I'll sprinkle some around inside the layout where the dog wire keeps the silly dogs out. I let them smell the box of naphthalene. They did not like it.


----------



## eheading (Jan 5, 2008)

We used to have cottonmouths/water moccasins in our yard as we have a 1 acre pond adjacent to our backyard. From what I could read on the container, "snake away" does not work for cottonmouths. The best thing that happened to us was when the Black snake moved into our garden. He is harmless and he keeps the cottonmouths away!!

Ed


----------



## Torby (Jan 2, 2008)

I think the lady of the house would keep the black snake away!


----------



## Dave Meashey (Jan 2, 2008)

Perhaps a pet mongoose? Outlandish, but it has been done before.

Best of luck,
Darid Meashey

P. S. I think ferrets prefer rodents, or I would have suggested them.


----------



## backyardRR (Aug 14, 2012)

With subject matter like this I am glad I live in the "wilds"
of the NYC suburbs. The worst critter (4 legs) we have are opossums and they tend to end up as road kill along our roads. I accidentally cornered
one in my backyard many years ago. Ugly and man what a screaming
noise. The opossum that is, not me :-}


----------



## John J (Dec 29, 2007)

backyardRR said:


> With subject matter like this I am glad I live in the "wilds"
> of the NYC suburbs. The worst critter (4 legs) we have are opossums and they tend to end up as road kill along our roads. I accidentally cornered
> one in my backyard many years ago.

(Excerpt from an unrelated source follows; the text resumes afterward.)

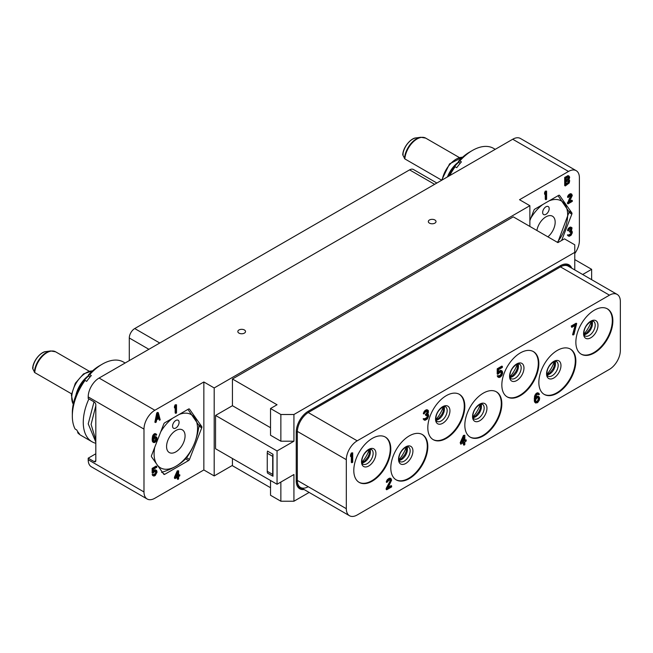 <?xml version="1.0" encoding="UTF-8"?>
<svg xmlns="http://www.w3.org/2000/svg" width="653" height="653" viewBox="0 0 653 653"><rect width="100%" height="100%" fill="white"/><g stroke="black" fill="none" stroke-linecap="round" stroke-linejoin="round"><path stroke-width="0.98" d="M95.811 453.778L88.196 458.177L94.179 461.63L95.811 460.692L95.811 404.754A2.31 1.33 60 0 0 94.179 401.93L88.196 398.477L88.196 396.902A15.394 8.889 -60 0 1 99.085 378.046L512.719 139.236A15.394 8.889 -60 0 1 520.417 138.469L576.207 170.678A15.394 8.889 120 0 0 568.51 171.445L519.527 199.72L529.869 205.695L214.192 387.947L203.85 381.972L154.867 410.255A15.394 8.889 120 0 0 143.987 429.111L143.987 491.954A15.394 8.889 120 0 0 147.17 499.006A15.394 8.889 120 0 0 154.867 498.239L203.85 469.964L203.85 381.972M434.89 219.988A3.845 2.22 180 0 1 436.016 221.563A3.845 2.22 180 0 1 433.641 223.612A3.845 2.22 180 0 1 429.445 223.13A3.845 2.22 180 0 1 428.319 221.563A3.845 2.22 180 0 1 430.694 219.506A3.845 2.22 180 0 1 434.89 219.988M244.402 329.969A3.845 2.22 180 0 1 245.528 331.544A3.845 2.22 180 0 1 243.153 333.593A3.845 2.22 180 0 1 238.957 333.112A3.845 2.22 180 0 1 237.831 331.544A3.845 2.22 180 0 1 240.206 329.487A3.845 2.22 180 0 1 244.402 329.969M188.546 460.577A1.543 0.89 -60 0 0 189.484 459.402L201.744 427.813A1.543 0.89 -60 0 0 201.744 426.556L189.484 409.121A1.543 0.89 -60 0 0 189.313 408.966A1.543 0.89 -60 0 0 188.546 409.039L164.736 422.785A1.543 0.89 -60 0 0 163.789 423.96L151.537 455.541A1.543 0.89 -60 0 0 151.537 456.798L163.789 474.233A1.543 0.89 -60 0 0 163.96 474.396A1.543 0.89 -60 0 0 164.736 474.323L188.546 460.577L185.558 458.847M178.628 470.797L177.29 470.837L174.465 477.172L174.465 478.208L175.086 478.576L177.918 476.935L177.918 479.375L178.628 478.967L178.628 476.527L179.804 475.849L179.804 474.804L178.628 475.49L178.628 470.797L177.918 471.205L175.086 478.576M177.29 477.302L177.29 479.008L177.918 479.375M179.804 474.804L178.628 474.764M155.602 471.074L155.447 473.262L153.61 474.731M153.479 474.429L152.149 474.47L152.737 475.523L153.953 476.07L155.251 475.49L157.022 472.209L156.785 470.78L155.838 470.111L153.365 472.062L153.365 469.278L156.785 467.303L156.785 466.438L152.769 468.748L152.769 473.27L155.251 471.148L156.075 471.188L156.426 472.029L155.251 474.625L152.769 474.837L153.365 475.882M156.426 470.291L155.21 469.752L153.365 470.805M156.785 466.438L156.157 466.071L152.149 468.389L152.149 472.911L152.769 473.27M155.471 434.865L156.189 435.38L156.663 434.588L155.096 433.551L152.851 435.371L152.149 439.771L152.5 441.657L153.479 442.505L154.663 442.522L155.838 441.665L157.022 438.898L156.785 437.298L155.21 436.441L153.488 437.42M176.506 404.77L175.167 404.819L174.465 406.444L174.465 407.839L175.086 408.198L175.796 406.574L175.796 413.349L176.506 412.941L176.506 404.77L175.086 406.811L175.086 408.198M175.167 408.011L175.167 412.99L175.796 413.349M158.328 412.753L157.7 412.394L156.753 412.941L154.867 422.197L156.198 422.148L156.671 419.789L159.03 418.426L159.503 420.246L160.214 419.838L158.328 412.753L157.381 413.3L155.496 422.556M158.573 418.695L159.503 420.246M147.17 499.006L91.387 466.797A15.394 8.889 -60 0 1 88.196 459.745L88.196 458.177M232.427 465.401L214.192 475.931L203.85 469.964M214.192 387.947L214.192 475.931M529.869 205.695L529.869 226.436M574.771 253.527A15.394 8.889 120 0 0 579.391 240.573L579.391 177.73A15.394 8.889 120 0 0 576.207 170.678M561.629 240.459L571.84 214.143L569.008 212.503M529.869 220.657L533.893 210.282A1.543 0.89 -60 0 1 534.831 209.107L558.641 195.361A1.543 0.89 -60 0 1 559.417 195.288A1.543 0.89 -60 0 1 559.588 195.451L571.84 212.886A1.543 0.89 -60 0 1 571.84 214.143M546.602 191.1L545.271 191.141L544.561 192.774L544.561 194.161L545.19 194.521L545.892 192.896L545.892 199.679L546.602 199.271L546.602 191.1L545.19 193.133L545.19 194.521M545.271 194.333L545.271 199.312L545.892 199.679M570.877 195.059L567.424 203.491L568.045 203.858L572.289 201.402L572.289 200.536L568.992 202.446L572.289 195.492L571.702 194.096L570.053 194.529L568.755 195.802L568.167 197.532L570.404 195.19L571.351 195.174L571.587 195.9L568.045 203.858M572.289 200.536L571.669 200.177L569.547 201.402M571.702 194.096L570.608 193.663L568.6 194.814L567.653 196.406L567.539 197.165L568.167 197.532M571.587 227.473L570.485 227.04L569.424 227.473L568.126 228.746L567.539 230.476L568.167 230.836L569.93 228.779L571.351 228.477L571.351 230.044L569.93 232.248L571.465 231.888L571.587 233.562L569.816 235.276L568.045 235.251L569.228 236.313L571.114 235.219L572.289 232.803L572.175 231.48L571.351 231.089L572.052 227.897L571.114 227.399L570.053 227.84L568.755 229.105L568.167 230.836M570.877 228.37L570.485 230.166L569.31 231.195L569.93 232.248M570.951 231.799L570.722 233.684L568.698 235.056M568.632 234.909L567.424 234.892L568.404 236.092M569.22 176.22L568.118 175.616L564.698 177.412L564.698 185.583L565.327 185.942L569.22 183.003L569.685 180.644L568.983 179.665L569.685 177.167L568.747 175.975L565.327 177.771L565.327 185.942M495.235 149.333L493.586 148.378A42.388 24.471 120 0 0 472.397 150.476A42.388 24.471 120 0 0 459.794 160.956L461.41 161.887A42.388 24.471 120 0 0 459.026 164.695A42.388 24.471 120 0 0 456.757 167.674L455.149 166.744L453.778 167.119A38.503 22.235 -60 0 0 448.227 176.473M458.961 162.091A24.439 14.113 120 0 0 454.121 167.029M472.397 150.476L469.654 152.059A38.503 22.235 120 0 0 458.43 161.332L459.981 163.536M458.43 161.332L459.794 160.956M449.672 175.633A42.388 24.471 -60 0 1 455.149 166.744M458.79 161.838A21.361 12.334 120 0 0 447.436 176.93M402.746 154.663C403.195 146.705 411.333 137.824 416.092 137.905A13.917 8.032 120 0 0 402.795 154.932L404.844 158.908L441.624 180.146M402.795 154.932L403.203 154.075L402.795 154.932M536.88 230.485A13.084 7.558 -60 0 1 541.296 220.951A13.084 7.558 -60 0 1 552.462 216.2A13.084 7.558 -60 0 1 550.544 234.117A13.084 7.558 -60 0 1 547.891 236.835M557.344 242.296A30.74 17.745 120 0 0 567.212 210.193A30.74 17.745 120 0 0 549.132 200.855M542.708 204.56A30.74 17.745 120 0 0 535.052 212.07A30.74 17.745 120 0 0 530.816 218.208M544.292 208.242A4.62 2.669 120 0 0 543.614 214.568A4.62 2.669 120 0 0 547.557 212.886A4.62 2.669 120 0 0 548.234 206.568A4.62 2.669 120 0 0 544.292 208.242M557.735 242.524L569.049 212.184A35.409 20.439 120 0 0 569.049 211.776L558.046 195.712M95.811 460.692A2.31 1.33 60 0 1 95.338 461.744A2.31 1.33 60 0 1 94.179 461.63M95.811 405.807L91.102 424.401L95.811 440.098M95.811 442.065L88.22 423.862L94.024 401.84M95.811 443.289A42.388 24.471 -60 0 1 92.04 441.779A42.388 24.471 -60 0 1 88.914 398.885M125.139 363.003L123.49 362.056A42.388 24.471 120 0 0 102.292 364.154A42.388 24.471 120 0 0 89.698 374.634L91.314 375.565A42.388 24.471 120 0 0 88.922 378.373A42.388 24.471 120 0 0 86.661 381.352L85.045 380.421L83.682 380.797A38.503 22.235 -60 0 0 72.328 412.892L72.328 416.059A42.388 24.471 -60 0 1 85.045 380.421M92.04 441.779L81.103 435.461A42.388 24.471 -60 0 1 77.789 432.825L79.405 433.755A42.388 24.471 120 0 1 76.719 429.935L75.103 429.005A42.388 24.471 -60 0 1 72.328 416.059M77.789 432.825L77.691 431.592M88.865 375.761A24.439 14.113 120 0 0 84.025 380.699M102.292 364.154L99.558 365.737A38.503 22.235 120 0 0 88.335 375.01L89.877 377.205M88.335 375.01L89.698 374.634M88.686 375.516A21.361 12.334 120 0 0 75.887 395.285M32.65 368.333C33.091 360.383 41.229 351.502 45.988 351.583A13.917 8.032 120 0 0 32.699 368.61L34.74 372.585L71.52 393.816M32.699 368.61L33.107 367.745L32.699 368.61M180.448 447.787A13.084 7.558 -60 0 1 169.282 452.537A13.084 7.558 -60 0 1 171.192 434.629A13.084 7.558 -60 0 1 182.367 429.878A13.084 7.558 -60 0 1 180.448 447.787M157.528 465.32A30.74 17.745 120 0 0 186.693 456.667A30.74 17.745 120 0 0 197.173 424.197A30.74 17.745 120 0 0 179.028 414.533M172.612 418.238A30.74 17.745 120 0 0 164.956 425.748A30.74 17.745 120 0 0 160.72 431.878M154.737 447.305A30.74 17.745 120 0 0 156.508 463.883M174.188 421.92A4.62 2.669 120 0 0 173.51 428.237A4.62 2.669 120 0 0 177.453 426.564A4.62 2.669 120 0 0 178.13 420.238A4.62 2.669 120 0 0 174.188 421.92M161.552 472.388C172.302 469.074 180.546 464.316 186.285 458.112A35.409 20.439 120 0 0 186.431 457.916A35.409 20.439 120 0 0 186.587 457.729C193.215 448.554 197.337 437.926 198.953 425.862A35.409 20.439 120 0 0 198.953 425.446L187.942 409.382M129.286 360.611L129.286 337.985A7.697 4.44 -60 0 1 134.73 328.557L409.586 169.87A7.697 4.44 -60 0 1 413.431 169.494L436.873 183.028M607.168 308.73A26.169 15.109 120 0 1 612.318 320.541A26.169 15.109 -60 0 1 601.078 346.694A26.169 15.109 -60 0 1 581.007 354.048M575.856 342.229A26.169 15.109 -60 0 1 587.284 315.889A26.169 15.109 -60 0 1 607.445 308.877A26.169 15.109 -60 0 1 612.865 320.86A26.169 15.109 -60 0 1 601.446 347.192A26.169 15.109 -60 0 1 581.276 354.204A26.169 15.109 -60 0 1 575.856 342.229M620.35 301.457L620.35 350.473A15.394 8.889 -60 0 1 609.461 369.329L357.199 514.972A15.394 8.889 -60 0 1 349.502 515.739A15.394 8.889 -60 0 1 346.31 508.687L346.31 459.671A15.394 8.889 -60 0 1 357.199 440.816L609.461 295.172A15.394 8.889 -60 0 1 617.158 294.405A15.394 8.889 -60 0 1 620.35 301.457M390.804 449.06A26.169 15.109 -60 0 1 379.385 475.4A26.169 15.109 -60 0 1 359.215 482.412A26.169 15.109 -60 0 1 353.795 470.429A26.169 15.109 -60 0 1 365.223 444.097A26.169 15.109 -60 0 1 385.384 437.086A26.169 15.109 -60 0 1 390.804 449.06M427.813 446.554A26.169 15.109 -60 0 1 416.394 472.886A26.169 15.109 -60 0 1 396.224 479.898A26.169 15.109 -60 0 1 390.804 467.915A26.169 15.109 -60 0 1 402.232 441.583A26.169 15.109 -60 0 1 422.393 434.572A26.169 15.109 -60 0 1 427.813 446.554M464.83 406.329A26.169 15.109 -60 0 1 453.402 432.661A26.169 15.109 -60 0 1 433.233 439.673A26.169 15.109 -60 0 1 427.813 427.699A26.169 15.109 -60 0 1 439.24 401.358A26.169 15.109 -60 0 1 459.41 394.347A26.169 15.109 -60 0 1 464.83 406.329M501.839 403.815A26.169 15.109 -60 0 1 490.411 430.156A26.169 15.109 -60 0 1 470.25 437.159A26.169 15.109 -60 0 1 464.83 425.185A26.169 15.109 -60 0 1 476.249 398.844A26.169 15.109 -60 0 1 496.419 391.833A26.169 15.109 -60 0 1 501.839 403.815M538.847 363.59A26.169 15.109 -60 0 1 527.42 389.931A26.169 15.109 -60 0 1 507.259 396.942A26.169 15.109 -60 0 1 501.839 384.96A26.169 15.109 -60 0 1 513.258 358.628A26.169 15.109 -60 0 1 533.428 351.616A26.169 15.109 -60 0 1 538.847 363.59M575.856 361.076A26.169 15.109 -60 0 1 564.437 387.417A26.169 15.109 -60 0 1 544.267 394.428A26.169 15.109 -60 0 1 538.847 382.446A26.169 15.109 -60 0 1 550.267 356.114A26.169 15.109 -60 0 1 570.436 349.102A26.169 15.109 -60 0 1 575.856 361.076M352.71 452.831L351.347 452.994L350.53 454.863L350.53 456.471L351.077 456.782L351.894 454.912L351.894 462.732L352.71 462.259L352.71 452.831L351.077 455.182L351.077 456.782M351.347 456.161L351.347 462.422L351.894 462.732M576.672 323.529L576.126 323.219L571.228 326.043L571.775 327.357L575.856 325.006L573.138 334.997L573.954 334.524L576.672 323.529L571.775 326.361L571.775 327.357M575.105 325.439L572.591 334.687L573.138 334.997M537.99 394.183L538.709 394.787L539.394 394.396L538.847 393.302L536.946 393.604L535.174 396.232L534.766 400.273L535.582 403.015L537.623 402.64L539.394 400.011L539.664 397.848L538.301 396.428L536.946 397.016L535.444 398.877L536.399 395.122L537.623 394.216L538.709 394.787M538.847 393.302L537.623 392.779L536.399 393.286L534.627 395.914L534.358 401.285L535.582 403.015M538.986 396.64L537.762 396.11L535.542 397.563M390.086 479.58L389.988 481.228L386.184 488.436L386.184 489.44L386.723 489.758L391.62 486.926L391.62 485.93L387.817 488.126L391.62 480.11L390.943 478.494L389.041 478.992L387.539 480.461L386.862 482.461L389.449 479.759L390.535 479.735L390.804 480.584L386.723 489.758M391.62 485.93L391.082 485.612L388.298 487.22M390.943 478.494L389.857 478.094L387.539 479.433L386.454 481.261L386.315 482.143L386.862 482.461M427.813 410.076L426.727 409.668L424.548 410.925L423.324 413.643L423.87 413.953L425.911 411.57L427.544 411.235L427.544 413.039L425.911 414.786L425.911 415.586L427.682 415.169L427.544 417.651L425.772 419.071L423.732 419.046L424.14 420.018L425.095 420.271L427.274 419.014L428.629 416.222L428.499 414.696L427.544 414.239L428.36 412.565L428.36 410.557L427.274 409.986L426.05 410.492L424.548 411.961L423.87 413.953M427.095 411.08L426.727 413.284L425.364 414.467L425.911 415.586M427.209 415.022L426.997 417.34L424.54 418.948L425.095 419.267M424.417 418.655L423.193 418.736L424.14 420.018M464.83 435.241L463.467 435.396L460.202 442.693L460.74 444.211L464.014 442.326L464.014 445.134L464.83 444.669L464.83 441.861L466.185 441.069L466.185 439.869L464.83 440.653L464.83 435.241L464.014 435.706L460.74 443.012L460.74 444.211M463.467 442.644L463.467 444.824L464.014 445.134M466.185 439.869L464.83 440.024M501.112 371.753L501.022 374.398L498.778 376.12M498.574 375.638L497.211 375.801L497.888 377.01L499.112 377.532L500.614 376.871L501.969 375.279L502.655 373.083L502.377 371.435L501.292 370.659L498.435 372.912L498.435 369.704L502.377 367.427L502.377 366.423L497.757 369.092L497.757 374.308L500.614 371.859L501.561 371.908L501.969 372.871L500.614 375.867L499.251 376.454L498.574 375.638L497.757 376.112L498.435 377.328M501.969 370.871L500.745 370.349L498.435 371.802M502.377 366.423L501.839 366.104L497.211 368.782L497.211 373.989L497.757 374.308M308.747 412.231L560.478 266.889A15.394 8.889 -60 0 1 568.126 266.098A15.394 8.889 -60 0 1 568.175 266.13A15.394 8.889 120 0 0 560.478 266.889L308.755 412.223A16.162 9.33 120 0 0 297.327 432.017L297.327 481.041A16.162 9.33 120 0 0 303.523 489.195M571.187 267.861A16.162 9.33 120 0 0 561.025 266.579L560.478 265.632L308.216 411.276A16.937 9.779 120 0 0 296.242 432.017L296.242 481.041A16.937 9.779 120 0 0 304.045 489.489M308.755 412.223L308.216 411.276M346.31 508.687L297.327 480.412A15.394 8.889 120 0 0 300.519 487.456A15.394 8.889 120 0 0 308.216 486.697M309.147 492.435L293.932 501.226L293.932 474.519L277.052 484.257L277.052 450.945L215.555 415.439L232.427 405.701L270.522 427.699M293.932 414.5L280.863 414.5L270.522 408.525L277.052 404.754L232.427 378.993L513.266 216.845L557.899 242.614L564.429 238.843L574.771 244.818L574.771 252.36L293.932 414.5L293.932 441.208L277.052 450.945M574.771 252.36L574.771 269.934M591.642 279.672L591.642 269.322L582.68 274.497M571.702 268.163A16.937 9.779 120 0 0 560.478 265.632M591.642 269.322L574.771 259.584M293.932 441.208L280.863 441.208L270.522 435.241L270.522 408.525M280.863 414.5L280.863 441.208M277.052 484.257L215.555 448.75L215.555 415.439M272.97 476.241L267.534 473.107A7.697 4.44 -60 0 1 267.257 471.295L267.257 453.223A7.697 4.44 -60 0 1 267.534 451.109L272.97 454.251A7.697 4.44 120 0 0 272.701 456.365L272.701 474.437A7.697 4.44 120 0 0 272.97 476.241L272.97 454.251M293.932 501.226L280.863 501.226L280.863 482.061M270.522 487.718L232.427 465.72L232.427 458.488M280.863 501.226L270.522 495.26L270.522 480.486M232.427 378.993L232.427 405.701M385.115 436.93A26.169 15.109 120 0 1 390.265 448.75A26.169 15.109 -60 0 1 379.018 474.894A26.169 15.109 -60 0 1 358.946 482.249M422.124 434.416A26.169 15.109 120 0 1 427.274 446.236A26.169 15.109 -60 0 1 416.026 472.38A26.169 15.109 -60 0 1 395.955 479.735M459.132 394.2A26.169 15.109 120 0 1 464.283 406.011A26.169 15.109 -60 0 1 453.035 432.164A26.169 15.109 -60 0 1 432.963 439.518M496.141 391.686A26.169 15.109 120 0 1 501.292 403.505A26.169 15.109 -60 0 1 490.044 429.65A26.169 15.109 -60 0 1 469.98 437.004M533.15 351.461A26.169 15.109 120 0 1 538.301 363.28A26.169 15.109 -60 0 1 527.053 389.425A26.169 15.109 -60 0 1 506.989 396.779M570.159 348.947A26.169 15.109 120 0 1 575.309 360.766A26.169 15.109 -60 0 1 564.07 386.911A26.169 15.109 -60 0 1 543.998 394.265M350.53 454.863L351.077 455.182M351.347 452.994L351.894 453.304M571.228 326.043L571.775 326.361M535.713 397.293L536.26 397.604M536.399 396.697L536.946 397.016M537.076 396.306L537.623 396.624M537.762 396.11L538.301 396.428M534.627 402.134L535.174 402.444M534.358 401.285L534.897 401.603M534.219 399.963L534.766 400.273M534.219 398.559L534.766 398.869M534.358 397.073L534.897 397.391M534.627 395.914L535.174 396.232M535.036 394.877L535.582 395.187M535.713 393.881L536.26 394.2M536.399 393.286L536.946 393.604M536.946 392.975L537.484 393.286M537.623 392.779L538.17 393.098M538.847 397.922L538.17 401.122L536.807 402.109L535.713 401.53L535.713 399.726L536.807 398.093L538.17 397.506L538.986 398.444M538.439 398.126L537.623 400.803L535.893 401.824M538.439 398.73L538.986 399.04M538.301 399.407L538.847 399.726M538.031 400.167L538.578 400.485M537.623 400.803L538.17 401.122M537.215 401.244L537.762 401.554M536.26 401.791L536.807 402.109M535.925 401.864L536.399 402.142M386.454 481.261L387 481.579M387 480.143L387.539 480.461M387.539 479.433L388.086 479.743M388.494 478.682L389.041 478.992M389.041 478.363L389.58 478.682M389.857 478.094L390.396 478.412M386.184 488.436L386.723 488.754M389.988 481.228L390.535 481.539M390.265 480.265L390.804 480.584M390.265 479.865L390.804 480.184M423.324 419.259L423.87 419.569M423.193 418.736L423.732 419.046M425.234 418.761L425.772 419.071M426.05 418.287L426.589 418.606M426.727 417.691L427.274 418.01M426.997 417.34L427.544 417.651M427.274 416.777L427.813 417.096M427.405 416.296L427.952 416.614M427.405 415.496L427.952 415.814M425.364 414.467L425.911 414.786M425.911 414.157L426.458 414.467M426.727 413.284L427.274 413.594M426.997 412.72L427.544 413.039M427.274 411.765L427.813 412.076M427.274 411.366L427.813 411.676M423.462 412.761L424.009 413.071M424.009 411.643L424.548 411.961M424.548 410.925L425.095 411.243M425.503 410.182L426.05 410.492M425.772 410.019L426.319 410.337M426.727 409.668L427.274 409.986M427.715 413.953L428.221 414.247M463.467 435.396L464.014 435.706M460.202 442.693L460.74 443.012M461.695 442.465L464.014 437.314L464.014 441.126L461.695 442.465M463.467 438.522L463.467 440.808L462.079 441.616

Ugly and man what a screaming
> noise. The opossum that is, not me :-}




You would get along with Rocky. He lives in possum snout TN. Yea that is the real name of the town.


----------



## Torby (Jan 2, 2008)

Haven't heard any suggestions from Possom Lodge.

Quando Omni Flunkus Moratadi


----------



## Torby (Jan 2, 2008)

"Tom! It's a snake!"

The lady of the house went and got the "Snake Gun," a 38 loaded with "Snake Shot," and...

gave it to me.

"Ok, what am I supposed to do with this," I wondered.

So I blasted the snake. Was a grass snake, but one less to worry us.

"You're the Marine Wife. You've even had training with this thing."

"But I would have missed."

The dogs are still sniffing around for it.

"What? My ears are still ringing!"

No, I didn't photograph it.


----------



## vsmith (Jan 2, 2008)

Could be worse...


----------



## ewarhol (Mar 3, 2014)

vsmith said:


> Could be worse...


 
Yup, like me previous post.... Minnesota winters ain't so bad. Don't find Anacondas in my yard.


----------



## Torby (Jan 2, 2008)

Today, I walked onto his patio, and there was a snakes tail sticking out from under the river drain. I touched it with my toe. No response. So we pulled it out using sticks and a rake. Dead.

Neighbor photographed it with "Google Goggles," but all google would say was "brown and black snake." I could have told it that. Resident herpetologist said it was a "copper rattle moccasin, deadliest snake in Oklahoma." I wonder where he got is degree. Didn't have a viper's head.


----------



## Michael W (Oct 10, 2012)

Since I moved to Australa I have a healthy respects for snakes and spiders, so i fully understand where you are coming from. 
One of the things i have seen used over here is this http://www.sureguard.com.au/products/Snake-Repellent?gclid=CNWY7Ib7174CFQYJvAod-iAAvw not sure if you can get an equvilant over in the Us, I never bothered putting something in, if I happen to see a snake i let it be till it leaves on its wn accord or if it is a venomous one i call the local wires people to catch the snake.


----------



## Torby (Jan 2, 2008)

This layout here is track powered. I think I'm going to put in a transfer switch so when we're not running the layout, we can switch it over to a FENCE CHARGER!


----------